- Born: 13 August 1994 (age 32) Drancy, France
- Height: 180 cm (5 ft 11 in)

Gymnastics career
- Discipline: Trampoline gymnastics
- Country represented: France (2014–present)
- Training location: Paris, France
- Club: Association Saint Denis Trampoline 93
- Gym: INSEP
- Medal record
Men's trampoline gymnastics
Representing France
World Championships
| Gold medal – first place | 2023 Birmingham | Individual team |
| Silver medal – second place | 2022 Sofia | Individual |
| Silver medal – second place | 2022 Sofia | Individual team |
| Bronze medal – third place | 2015 Odense | Synchro |
European Games
| Bronze medal – third place | 2019 Minsk | Synchro |
European Championships
| Gold medal – first place | 2022 Rimini | Individual |
| Gold medal – first place | 2022 Rimini | Trampoline team |
| Gold medal – first place | 2024 Guimarães | Individual team |
| Bronze medal – third place | 2018 Baku | Individual |
| Bronze medal – third place | 2021 Sochi | Individual team |

= Allan Morante =

French trampoline gymnast

Allan Morante (born 13 August 1994) is a French trampoline gymnast. He is the 2022 World silver medalist and the 2022 European champion in the individual event. He competed in the 2020 Summer Olympics.

==Gymnastics career==
Morante began trampoline gymnastics at eight years old after trying swimming.

Morante competed with Sébastien Martiny in the synchro event at the 2015 World Championships, and they won the bronze medal. He was an alternate for the 2016 Summer Olympics. He won the individual title at the 2017 French Championships. At the 2018 European Championships, he won a bronze medal in the individual event.

Morante represented France at the 2019 European Games and finished fifth in the individual final. Then in the synchro final, he won the bronze medal alongside Martiny. At the 2021 European Championships in Sochi, Morante won the team bronze medal with Julian Chartier, Florestan Riou and Josuah Faroux. He was selected to represent France at the 2020 Summer Olympics. However, during the qualification round, he made major mistakes in both routines and finished last out of the 16 competitors.

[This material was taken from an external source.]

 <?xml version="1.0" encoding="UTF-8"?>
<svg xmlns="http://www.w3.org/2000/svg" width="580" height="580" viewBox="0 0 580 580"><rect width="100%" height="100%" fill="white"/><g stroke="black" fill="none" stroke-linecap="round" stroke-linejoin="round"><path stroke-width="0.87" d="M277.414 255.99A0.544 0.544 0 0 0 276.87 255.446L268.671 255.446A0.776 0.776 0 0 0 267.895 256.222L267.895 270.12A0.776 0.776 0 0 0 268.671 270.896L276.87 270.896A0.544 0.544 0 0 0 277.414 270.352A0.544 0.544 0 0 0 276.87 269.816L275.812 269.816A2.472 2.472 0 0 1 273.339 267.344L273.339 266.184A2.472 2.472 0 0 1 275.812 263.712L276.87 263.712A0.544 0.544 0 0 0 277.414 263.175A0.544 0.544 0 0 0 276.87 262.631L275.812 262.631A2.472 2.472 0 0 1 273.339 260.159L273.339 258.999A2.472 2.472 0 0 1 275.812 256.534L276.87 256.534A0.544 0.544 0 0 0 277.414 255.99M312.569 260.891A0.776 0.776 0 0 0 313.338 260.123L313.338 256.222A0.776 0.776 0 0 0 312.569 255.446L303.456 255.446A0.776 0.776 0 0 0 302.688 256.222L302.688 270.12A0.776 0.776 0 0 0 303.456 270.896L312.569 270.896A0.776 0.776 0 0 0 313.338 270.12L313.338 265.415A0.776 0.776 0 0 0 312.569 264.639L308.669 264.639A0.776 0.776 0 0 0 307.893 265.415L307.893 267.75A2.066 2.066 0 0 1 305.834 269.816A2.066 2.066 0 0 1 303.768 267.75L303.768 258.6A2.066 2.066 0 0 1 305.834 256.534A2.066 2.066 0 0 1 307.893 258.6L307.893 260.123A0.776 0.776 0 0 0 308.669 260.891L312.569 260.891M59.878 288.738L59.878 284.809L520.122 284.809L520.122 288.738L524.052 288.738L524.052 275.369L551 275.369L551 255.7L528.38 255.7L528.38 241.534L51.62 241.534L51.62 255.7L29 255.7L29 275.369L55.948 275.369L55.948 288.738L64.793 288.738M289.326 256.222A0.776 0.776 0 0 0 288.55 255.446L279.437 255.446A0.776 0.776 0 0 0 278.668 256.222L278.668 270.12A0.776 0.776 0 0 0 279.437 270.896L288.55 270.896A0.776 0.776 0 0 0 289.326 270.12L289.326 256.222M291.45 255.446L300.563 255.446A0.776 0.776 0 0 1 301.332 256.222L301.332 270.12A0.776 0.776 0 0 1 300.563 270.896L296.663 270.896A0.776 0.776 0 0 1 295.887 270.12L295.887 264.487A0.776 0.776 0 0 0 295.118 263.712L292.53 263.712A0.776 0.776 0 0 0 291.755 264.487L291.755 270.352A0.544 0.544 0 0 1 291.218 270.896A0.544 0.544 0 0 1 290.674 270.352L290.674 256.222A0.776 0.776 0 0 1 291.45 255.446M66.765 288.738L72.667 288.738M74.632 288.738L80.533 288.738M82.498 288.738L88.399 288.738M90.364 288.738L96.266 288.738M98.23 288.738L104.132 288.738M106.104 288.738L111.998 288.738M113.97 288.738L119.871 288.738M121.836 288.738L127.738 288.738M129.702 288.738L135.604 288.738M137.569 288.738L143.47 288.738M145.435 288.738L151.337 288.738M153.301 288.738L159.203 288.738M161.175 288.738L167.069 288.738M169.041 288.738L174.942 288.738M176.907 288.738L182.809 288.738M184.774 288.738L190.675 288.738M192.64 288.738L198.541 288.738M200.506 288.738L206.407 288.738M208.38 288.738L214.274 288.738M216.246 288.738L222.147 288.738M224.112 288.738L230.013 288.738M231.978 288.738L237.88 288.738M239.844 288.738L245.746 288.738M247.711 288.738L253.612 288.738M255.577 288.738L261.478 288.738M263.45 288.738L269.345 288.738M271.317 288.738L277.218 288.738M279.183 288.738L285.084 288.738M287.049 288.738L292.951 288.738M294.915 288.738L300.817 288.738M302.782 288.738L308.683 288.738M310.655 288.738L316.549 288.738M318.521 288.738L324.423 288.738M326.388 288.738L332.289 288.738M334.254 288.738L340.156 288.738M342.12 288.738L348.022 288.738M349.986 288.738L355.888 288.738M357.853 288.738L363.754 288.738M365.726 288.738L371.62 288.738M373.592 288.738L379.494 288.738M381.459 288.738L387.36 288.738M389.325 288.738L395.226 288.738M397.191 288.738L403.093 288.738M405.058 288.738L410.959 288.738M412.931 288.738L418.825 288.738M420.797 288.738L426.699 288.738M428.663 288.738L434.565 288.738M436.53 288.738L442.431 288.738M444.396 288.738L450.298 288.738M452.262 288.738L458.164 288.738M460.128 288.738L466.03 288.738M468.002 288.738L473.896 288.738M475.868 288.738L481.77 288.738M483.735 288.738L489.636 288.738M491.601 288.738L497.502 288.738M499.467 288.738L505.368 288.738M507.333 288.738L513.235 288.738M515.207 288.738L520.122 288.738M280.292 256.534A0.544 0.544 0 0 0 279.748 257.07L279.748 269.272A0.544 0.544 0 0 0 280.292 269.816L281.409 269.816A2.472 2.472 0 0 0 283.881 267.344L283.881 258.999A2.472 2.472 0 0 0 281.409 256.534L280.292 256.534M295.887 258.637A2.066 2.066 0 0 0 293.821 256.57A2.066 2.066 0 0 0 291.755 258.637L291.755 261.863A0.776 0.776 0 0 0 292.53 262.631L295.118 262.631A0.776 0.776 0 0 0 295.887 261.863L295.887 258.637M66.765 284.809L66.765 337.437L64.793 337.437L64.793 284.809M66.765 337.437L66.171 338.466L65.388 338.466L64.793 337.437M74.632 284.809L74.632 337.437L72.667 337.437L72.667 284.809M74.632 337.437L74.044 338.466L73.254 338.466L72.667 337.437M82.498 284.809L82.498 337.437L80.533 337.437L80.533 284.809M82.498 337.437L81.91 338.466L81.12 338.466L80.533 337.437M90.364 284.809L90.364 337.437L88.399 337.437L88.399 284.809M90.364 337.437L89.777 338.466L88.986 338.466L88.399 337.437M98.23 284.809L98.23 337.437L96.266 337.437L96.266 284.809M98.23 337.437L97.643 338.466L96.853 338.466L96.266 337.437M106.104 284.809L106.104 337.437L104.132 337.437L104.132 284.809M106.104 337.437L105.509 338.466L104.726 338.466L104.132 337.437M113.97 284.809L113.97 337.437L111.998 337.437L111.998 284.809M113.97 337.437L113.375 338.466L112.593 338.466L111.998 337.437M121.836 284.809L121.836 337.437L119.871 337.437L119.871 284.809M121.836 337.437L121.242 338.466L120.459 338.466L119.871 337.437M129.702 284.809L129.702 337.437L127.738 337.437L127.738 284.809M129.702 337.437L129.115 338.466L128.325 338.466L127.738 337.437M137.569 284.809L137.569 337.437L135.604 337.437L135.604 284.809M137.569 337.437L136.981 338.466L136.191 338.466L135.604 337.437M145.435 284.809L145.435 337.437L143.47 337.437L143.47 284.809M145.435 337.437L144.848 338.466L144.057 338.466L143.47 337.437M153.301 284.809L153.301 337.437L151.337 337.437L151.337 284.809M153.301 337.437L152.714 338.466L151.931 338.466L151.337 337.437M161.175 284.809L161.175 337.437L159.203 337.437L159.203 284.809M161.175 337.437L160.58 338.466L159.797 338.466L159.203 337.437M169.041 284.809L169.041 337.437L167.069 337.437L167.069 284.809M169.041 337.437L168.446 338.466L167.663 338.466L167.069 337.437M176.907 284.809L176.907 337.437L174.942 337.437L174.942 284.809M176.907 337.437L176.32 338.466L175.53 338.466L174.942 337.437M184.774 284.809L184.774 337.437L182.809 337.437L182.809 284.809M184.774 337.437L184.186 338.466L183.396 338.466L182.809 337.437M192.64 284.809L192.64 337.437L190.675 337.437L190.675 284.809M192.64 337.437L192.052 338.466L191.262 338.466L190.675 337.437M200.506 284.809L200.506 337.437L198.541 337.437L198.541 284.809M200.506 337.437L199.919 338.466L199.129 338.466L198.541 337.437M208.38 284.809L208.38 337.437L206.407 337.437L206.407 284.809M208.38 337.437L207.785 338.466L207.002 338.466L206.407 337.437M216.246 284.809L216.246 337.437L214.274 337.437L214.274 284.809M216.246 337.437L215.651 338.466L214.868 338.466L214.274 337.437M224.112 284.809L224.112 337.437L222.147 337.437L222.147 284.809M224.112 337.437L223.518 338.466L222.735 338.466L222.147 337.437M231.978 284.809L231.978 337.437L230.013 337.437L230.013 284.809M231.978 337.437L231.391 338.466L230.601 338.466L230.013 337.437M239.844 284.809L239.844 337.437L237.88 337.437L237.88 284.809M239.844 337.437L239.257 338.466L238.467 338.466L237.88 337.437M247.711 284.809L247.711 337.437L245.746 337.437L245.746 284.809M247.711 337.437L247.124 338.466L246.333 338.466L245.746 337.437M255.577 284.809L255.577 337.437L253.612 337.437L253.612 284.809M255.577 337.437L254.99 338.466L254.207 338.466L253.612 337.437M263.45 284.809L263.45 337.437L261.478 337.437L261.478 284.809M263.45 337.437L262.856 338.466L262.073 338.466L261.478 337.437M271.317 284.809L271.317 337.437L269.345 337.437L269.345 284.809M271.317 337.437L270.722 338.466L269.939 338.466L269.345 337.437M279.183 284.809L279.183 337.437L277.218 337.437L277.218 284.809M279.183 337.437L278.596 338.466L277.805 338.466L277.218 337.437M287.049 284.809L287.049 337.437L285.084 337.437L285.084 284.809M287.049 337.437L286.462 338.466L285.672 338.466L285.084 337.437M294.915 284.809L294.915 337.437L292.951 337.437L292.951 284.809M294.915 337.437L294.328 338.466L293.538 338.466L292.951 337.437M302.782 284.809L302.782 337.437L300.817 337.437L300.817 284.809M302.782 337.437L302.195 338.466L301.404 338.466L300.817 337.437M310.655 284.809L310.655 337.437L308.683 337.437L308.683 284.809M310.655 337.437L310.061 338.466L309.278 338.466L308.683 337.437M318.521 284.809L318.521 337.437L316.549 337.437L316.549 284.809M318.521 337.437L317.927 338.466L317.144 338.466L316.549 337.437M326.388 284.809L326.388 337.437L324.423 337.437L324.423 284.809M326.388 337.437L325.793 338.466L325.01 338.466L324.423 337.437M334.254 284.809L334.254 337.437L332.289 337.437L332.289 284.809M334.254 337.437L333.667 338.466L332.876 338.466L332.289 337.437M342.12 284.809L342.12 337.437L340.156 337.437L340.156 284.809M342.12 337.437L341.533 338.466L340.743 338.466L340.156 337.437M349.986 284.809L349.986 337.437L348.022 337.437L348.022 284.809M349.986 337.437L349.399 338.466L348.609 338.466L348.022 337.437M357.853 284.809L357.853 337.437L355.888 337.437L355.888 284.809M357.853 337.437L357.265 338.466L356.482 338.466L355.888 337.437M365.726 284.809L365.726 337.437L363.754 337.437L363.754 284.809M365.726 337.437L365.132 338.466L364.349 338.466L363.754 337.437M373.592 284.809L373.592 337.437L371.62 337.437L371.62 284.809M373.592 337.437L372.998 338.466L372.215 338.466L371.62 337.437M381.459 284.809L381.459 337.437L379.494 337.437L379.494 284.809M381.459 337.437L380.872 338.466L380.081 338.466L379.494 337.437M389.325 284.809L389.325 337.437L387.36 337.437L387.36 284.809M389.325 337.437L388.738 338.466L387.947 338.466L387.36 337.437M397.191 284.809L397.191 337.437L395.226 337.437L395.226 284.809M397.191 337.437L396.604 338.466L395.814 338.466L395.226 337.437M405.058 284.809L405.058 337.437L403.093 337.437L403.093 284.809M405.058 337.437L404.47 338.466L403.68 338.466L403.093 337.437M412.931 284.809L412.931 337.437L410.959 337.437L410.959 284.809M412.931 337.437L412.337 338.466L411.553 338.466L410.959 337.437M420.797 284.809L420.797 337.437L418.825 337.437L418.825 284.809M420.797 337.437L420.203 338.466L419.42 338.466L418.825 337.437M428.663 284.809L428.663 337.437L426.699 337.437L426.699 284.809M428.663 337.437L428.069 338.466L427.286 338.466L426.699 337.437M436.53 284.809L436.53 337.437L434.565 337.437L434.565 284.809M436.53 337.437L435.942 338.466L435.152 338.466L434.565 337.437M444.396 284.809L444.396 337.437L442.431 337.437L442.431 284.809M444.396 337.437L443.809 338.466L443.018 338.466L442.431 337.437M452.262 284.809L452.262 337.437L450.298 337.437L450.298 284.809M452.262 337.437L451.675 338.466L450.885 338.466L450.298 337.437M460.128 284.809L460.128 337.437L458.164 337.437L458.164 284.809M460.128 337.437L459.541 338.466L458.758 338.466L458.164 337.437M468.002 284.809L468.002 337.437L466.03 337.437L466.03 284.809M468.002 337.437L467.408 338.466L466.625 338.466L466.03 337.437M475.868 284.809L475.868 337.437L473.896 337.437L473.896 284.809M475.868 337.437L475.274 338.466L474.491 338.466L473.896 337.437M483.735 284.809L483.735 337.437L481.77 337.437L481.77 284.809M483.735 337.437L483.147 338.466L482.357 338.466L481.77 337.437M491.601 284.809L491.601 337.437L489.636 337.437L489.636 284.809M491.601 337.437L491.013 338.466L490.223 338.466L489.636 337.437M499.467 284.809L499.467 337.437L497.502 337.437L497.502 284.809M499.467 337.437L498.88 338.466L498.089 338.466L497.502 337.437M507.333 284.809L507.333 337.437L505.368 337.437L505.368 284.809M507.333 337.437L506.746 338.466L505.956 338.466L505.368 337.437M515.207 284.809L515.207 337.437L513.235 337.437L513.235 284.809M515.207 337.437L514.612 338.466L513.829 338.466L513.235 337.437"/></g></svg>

Morante won a gold medal in the individual event at the 2022 European Championships in Rimini, Italy, and the French team won the gold medal. Then at the 2022 World Championships, he won the individual silver medal to Dylan Schmidt. He also helped France win the silver medal in the team event.

At the 2023 World Championships in Birmingham, Morante won the gold medal in team trampoline with Morgan Demiro-o-Domiro, Pierre Gouzou and Julian Chartier, the first time a French team had done so since 1996.

At the 2024 European Championships in Guimarães, Morante won the gold medal in team trampoline with Demiro-o-Domiro, Gouzou, and Chartier, He was the substitute for Pierre Gouzou for the 2024 Summer Olympics. He had planned on retiring from the sport but decided to keep training for the 2028 Summer Olympics.